Quadratic Bezier Evaluation
These functions return a point of quadratic Bezier at the given t
:
// Quadratic Bezier Evaluation.
BLPoint blQuadEvaluateAtT(const BLPoint bez[3], double t) noexcept {
BLPoint a, b, c;
blQuadExtractCoefficients(bez, a, b, c);
return (a * t + b) * t + c;
}
BLPoint blQuadPreciseEvaluateAtT(const BLPoint bez[3], double t) noexcept {
return blLerp(blLerp(bez[0], bez[1], t),
blLerp(bez[1], bez[2], t), t);
}
GCC [-std=c++17 -O3 -fno-math-errno -mavx2]
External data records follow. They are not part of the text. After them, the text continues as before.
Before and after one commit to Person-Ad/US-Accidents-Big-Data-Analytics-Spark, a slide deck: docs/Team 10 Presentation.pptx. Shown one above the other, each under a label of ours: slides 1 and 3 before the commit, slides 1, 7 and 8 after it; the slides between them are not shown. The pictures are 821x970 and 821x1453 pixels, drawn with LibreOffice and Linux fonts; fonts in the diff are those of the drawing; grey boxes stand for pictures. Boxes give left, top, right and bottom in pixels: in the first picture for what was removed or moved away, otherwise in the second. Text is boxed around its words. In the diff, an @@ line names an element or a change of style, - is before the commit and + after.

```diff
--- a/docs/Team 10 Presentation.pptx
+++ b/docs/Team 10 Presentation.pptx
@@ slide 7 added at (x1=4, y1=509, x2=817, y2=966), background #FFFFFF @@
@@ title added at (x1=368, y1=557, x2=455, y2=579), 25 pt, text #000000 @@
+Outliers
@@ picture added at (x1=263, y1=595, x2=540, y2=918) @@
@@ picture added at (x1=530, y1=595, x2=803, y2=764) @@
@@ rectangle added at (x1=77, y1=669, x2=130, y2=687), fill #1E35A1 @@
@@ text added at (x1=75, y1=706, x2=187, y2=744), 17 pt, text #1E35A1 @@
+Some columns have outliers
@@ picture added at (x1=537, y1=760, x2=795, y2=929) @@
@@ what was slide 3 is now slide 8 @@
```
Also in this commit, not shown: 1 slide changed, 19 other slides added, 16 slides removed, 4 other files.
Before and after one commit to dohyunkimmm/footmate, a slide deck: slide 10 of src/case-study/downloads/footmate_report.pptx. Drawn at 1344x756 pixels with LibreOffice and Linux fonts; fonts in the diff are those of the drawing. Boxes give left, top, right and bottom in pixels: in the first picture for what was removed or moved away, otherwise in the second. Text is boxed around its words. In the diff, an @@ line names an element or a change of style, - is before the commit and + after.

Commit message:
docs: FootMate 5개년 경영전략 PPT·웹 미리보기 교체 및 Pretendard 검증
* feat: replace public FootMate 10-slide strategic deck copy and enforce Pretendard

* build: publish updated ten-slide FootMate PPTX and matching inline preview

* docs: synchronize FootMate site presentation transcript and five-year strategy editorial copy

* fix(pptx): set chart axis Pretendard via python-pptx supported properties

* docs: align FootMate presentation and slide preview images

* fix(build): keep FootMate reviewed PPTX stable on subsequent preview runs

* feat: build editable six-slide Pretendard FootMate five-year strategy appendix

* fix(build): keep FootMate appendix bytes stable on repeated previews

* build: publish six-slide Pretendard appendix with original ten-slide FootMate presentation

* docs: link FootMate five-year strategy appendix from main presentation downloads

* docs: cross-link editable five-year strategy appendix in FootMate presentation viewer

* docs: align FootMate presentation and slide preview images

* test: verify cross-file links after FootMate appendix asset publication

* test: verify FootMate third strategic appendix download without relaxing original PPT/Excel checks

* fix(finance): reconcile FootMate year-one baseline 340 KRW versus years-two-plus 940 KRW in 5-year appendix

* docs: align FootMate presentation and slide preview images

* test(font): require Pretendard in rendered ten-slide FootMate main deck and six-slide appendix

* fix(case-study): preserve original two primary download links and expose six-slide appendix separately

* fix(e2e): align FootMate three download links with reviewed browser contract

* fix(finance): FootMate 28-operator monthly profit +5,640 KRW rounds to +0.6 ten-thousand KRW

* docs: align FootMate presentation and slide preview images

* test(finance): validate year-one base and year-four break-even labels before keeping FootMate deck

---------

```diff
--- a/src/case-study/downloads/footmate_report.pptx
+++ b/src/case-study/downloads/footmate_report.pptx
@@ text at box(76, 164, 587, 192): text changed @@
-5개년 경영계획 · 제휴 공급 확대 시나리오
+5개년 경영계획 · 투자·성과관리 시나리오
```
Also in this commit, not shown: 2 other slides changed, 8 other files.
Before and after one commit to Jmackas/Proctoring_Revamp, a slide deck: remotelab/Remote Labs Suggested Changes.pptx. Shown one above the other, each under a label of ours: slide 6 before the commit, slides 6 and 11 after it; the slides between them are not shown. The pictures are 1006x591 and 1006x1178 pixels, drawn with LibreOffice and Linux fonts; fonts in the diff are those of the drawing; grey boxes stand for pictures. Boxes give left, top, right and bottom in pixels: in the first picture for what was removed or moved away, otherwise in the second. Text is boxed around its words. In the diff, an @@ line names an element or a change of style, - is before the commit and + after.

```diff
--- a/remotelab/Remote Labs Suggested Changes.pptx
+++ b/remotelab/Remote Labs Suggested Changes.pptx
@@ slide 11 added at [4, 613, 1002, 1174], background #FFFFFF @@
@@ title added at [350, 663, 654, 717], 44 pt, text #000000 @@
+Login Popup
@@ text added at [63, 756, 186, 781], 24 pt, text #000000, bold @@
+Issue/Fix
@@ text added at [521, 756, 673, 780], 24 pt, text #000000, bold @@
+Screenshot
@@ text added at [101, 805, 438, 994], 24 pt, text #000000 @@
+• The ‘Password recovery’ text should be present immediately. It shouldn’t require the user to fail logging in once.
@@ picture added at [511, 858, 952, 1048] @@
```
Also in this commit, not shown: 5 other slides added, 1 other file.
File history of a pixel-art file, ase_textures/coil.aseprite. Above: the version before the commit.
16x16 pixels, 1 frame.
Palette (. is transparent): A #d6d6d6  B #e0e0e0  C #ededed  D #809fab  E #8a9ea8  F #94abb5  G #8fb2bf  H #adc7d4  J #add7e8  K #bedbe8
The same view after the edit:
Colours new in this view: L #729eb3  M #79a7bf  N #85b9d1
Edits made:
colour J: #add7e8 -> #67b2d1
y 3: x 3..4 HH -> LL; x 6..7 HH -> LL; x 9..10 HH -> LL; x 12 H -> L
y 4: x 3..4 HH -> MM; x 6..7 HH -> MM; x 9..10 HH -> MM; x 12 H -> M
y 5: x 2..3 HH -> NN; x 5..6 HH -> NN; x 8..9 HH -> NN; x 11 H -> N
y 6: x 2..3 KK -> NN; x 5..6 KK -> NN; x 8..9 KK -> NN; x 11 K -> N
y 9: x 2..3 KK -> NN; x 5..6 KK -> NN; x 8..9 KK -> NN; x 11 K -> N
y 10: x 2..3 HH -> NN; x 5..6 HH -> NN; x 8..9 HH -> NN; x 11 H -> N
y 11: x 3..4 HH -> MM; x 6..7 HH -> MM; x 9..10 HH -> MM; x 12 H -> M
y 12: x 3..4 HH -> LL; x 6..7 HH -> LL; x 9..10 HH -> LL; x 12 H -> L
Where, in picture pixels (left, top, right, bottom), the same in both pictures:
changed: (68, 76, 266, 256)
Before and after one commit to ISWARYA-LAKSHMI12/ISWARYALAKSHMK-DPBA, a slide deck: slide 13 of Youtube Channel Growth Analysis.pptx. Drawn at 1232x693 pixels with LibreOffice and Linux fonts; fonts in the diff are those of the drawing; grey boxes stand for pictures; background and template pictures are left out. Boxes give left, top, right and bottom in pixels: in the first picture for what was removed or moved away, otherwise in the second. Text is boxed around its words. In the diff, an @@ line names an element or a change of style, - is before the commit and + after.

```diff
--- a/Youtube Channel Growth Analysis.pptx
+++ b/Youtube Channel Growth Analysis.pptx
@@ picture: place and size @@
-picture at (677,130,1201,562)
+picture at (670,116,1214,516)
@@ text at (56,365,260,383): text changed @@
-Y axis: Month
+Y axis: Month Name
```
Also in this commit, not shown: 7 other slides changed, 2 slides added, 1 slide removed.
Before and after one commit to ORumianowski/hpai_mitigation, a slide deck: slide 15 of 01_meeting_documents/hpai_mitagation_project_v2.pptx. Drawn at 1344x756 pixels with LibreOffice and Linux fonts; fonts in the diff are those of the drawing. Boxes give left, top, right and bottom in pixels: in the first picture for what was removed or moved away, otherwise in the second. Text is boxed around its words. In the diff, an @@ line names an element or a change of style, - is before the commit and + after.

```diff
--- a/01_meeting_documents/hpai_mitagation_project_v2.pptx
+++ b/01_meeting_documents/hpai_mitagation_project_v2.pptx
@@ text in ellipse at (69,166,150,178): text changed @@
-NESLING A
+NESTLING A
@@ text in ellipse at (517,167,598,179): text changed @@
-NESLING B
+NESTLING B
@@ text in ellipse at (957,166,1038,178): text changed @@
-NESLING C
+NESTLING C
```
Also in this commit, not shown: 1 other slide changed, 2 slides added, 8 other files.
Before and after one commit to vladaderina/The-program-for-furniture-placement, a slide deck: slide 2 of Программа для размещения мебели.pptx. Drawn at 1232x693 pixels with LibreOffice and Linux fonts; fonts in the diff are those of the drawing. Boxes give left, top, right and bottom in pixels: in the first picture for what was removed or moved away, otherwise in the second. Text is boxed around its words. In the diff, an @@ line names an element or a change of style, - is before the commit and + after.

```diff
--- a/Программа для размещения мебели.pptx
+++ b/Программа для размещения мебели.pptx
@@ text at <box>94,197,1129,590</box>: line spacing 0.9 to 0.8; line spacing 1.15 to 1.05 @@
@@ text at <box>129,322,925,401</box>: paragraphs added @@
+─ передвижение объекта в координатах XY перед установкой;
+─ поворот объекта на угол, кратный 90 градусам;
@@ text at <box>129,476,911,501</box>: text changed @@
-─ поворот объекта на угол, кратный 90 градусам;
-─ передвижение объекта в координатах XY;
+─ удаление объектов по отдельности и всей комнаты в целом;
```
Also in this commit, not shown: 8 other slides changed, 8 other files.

blQuadEvaluateAtT(BLPoint const*, double):
vmovupd xmm2, XMMWORD PTR [rdi+16]
vmovupd xmm4, XMMWORD PTR [rdi]
vmovddup xmm3, xmm0
vaddpd xmm1, xmm2, xmm2
vsubpd xmm2, xmm2, xmm4
vsubpd xmm1, xmm4, xmm1
vaddpd xmm0, xmm1, XMMWORD PTR [rdi+32]
vaddpd xmm2, xmm2, xmm2
vmulpd xmm1, xmm0, xmm3
vaddpd xmm0, xmm1, xmm2
vmulpd xmm0, xmm0, xmm3
vaddpd xmm5, xmm0, xmm4
vmovaps XMMWORD PTR [rsp-24], xmm5
vmovsd xmm1, QWORD PTR [rsp-16]
vmovsd xmm0, QWORD PTR [rsp-24]
ret
blQuadPreciseEvaluateAtT(BLPoint const*, double):
vmovapd xmm3, XMMWORD PTR .LC0[rip]
vmovddup xmm0, xmm0
vmovupd xmm4, XMMWORD PTR [rdi+16]
vmulpd xmm2, xmm0, XMMWORD PTR [rdi+32]
vsubpd xmm3, xmm3, xmm0
vmulpd xmm1, xmm3, xmm4
vaddpd xmm2, xmm2, xmm1
vmulpd xmm1, xmm3, XMMWORD PTR [rdi]
vmulpd xmm2, xmm2, xmm0
vmulpd xmm0, xmm4, xmm0
vaddpd xmm0, xmm1, xmm0
vmulpd xmm0, xmm0, xmm3
vaddpd xmm5, xmm2, xmm0
vmovaps XMMWORD PTR [rsp-24], xmm5
vmovsd xmm1, QWORD PTR [rsp-16]
vmovsd xmm0, QWORD PTR [rsp-24]
ret
Clang [-std=c++17 -O3 -fno-math-errno -mavx2]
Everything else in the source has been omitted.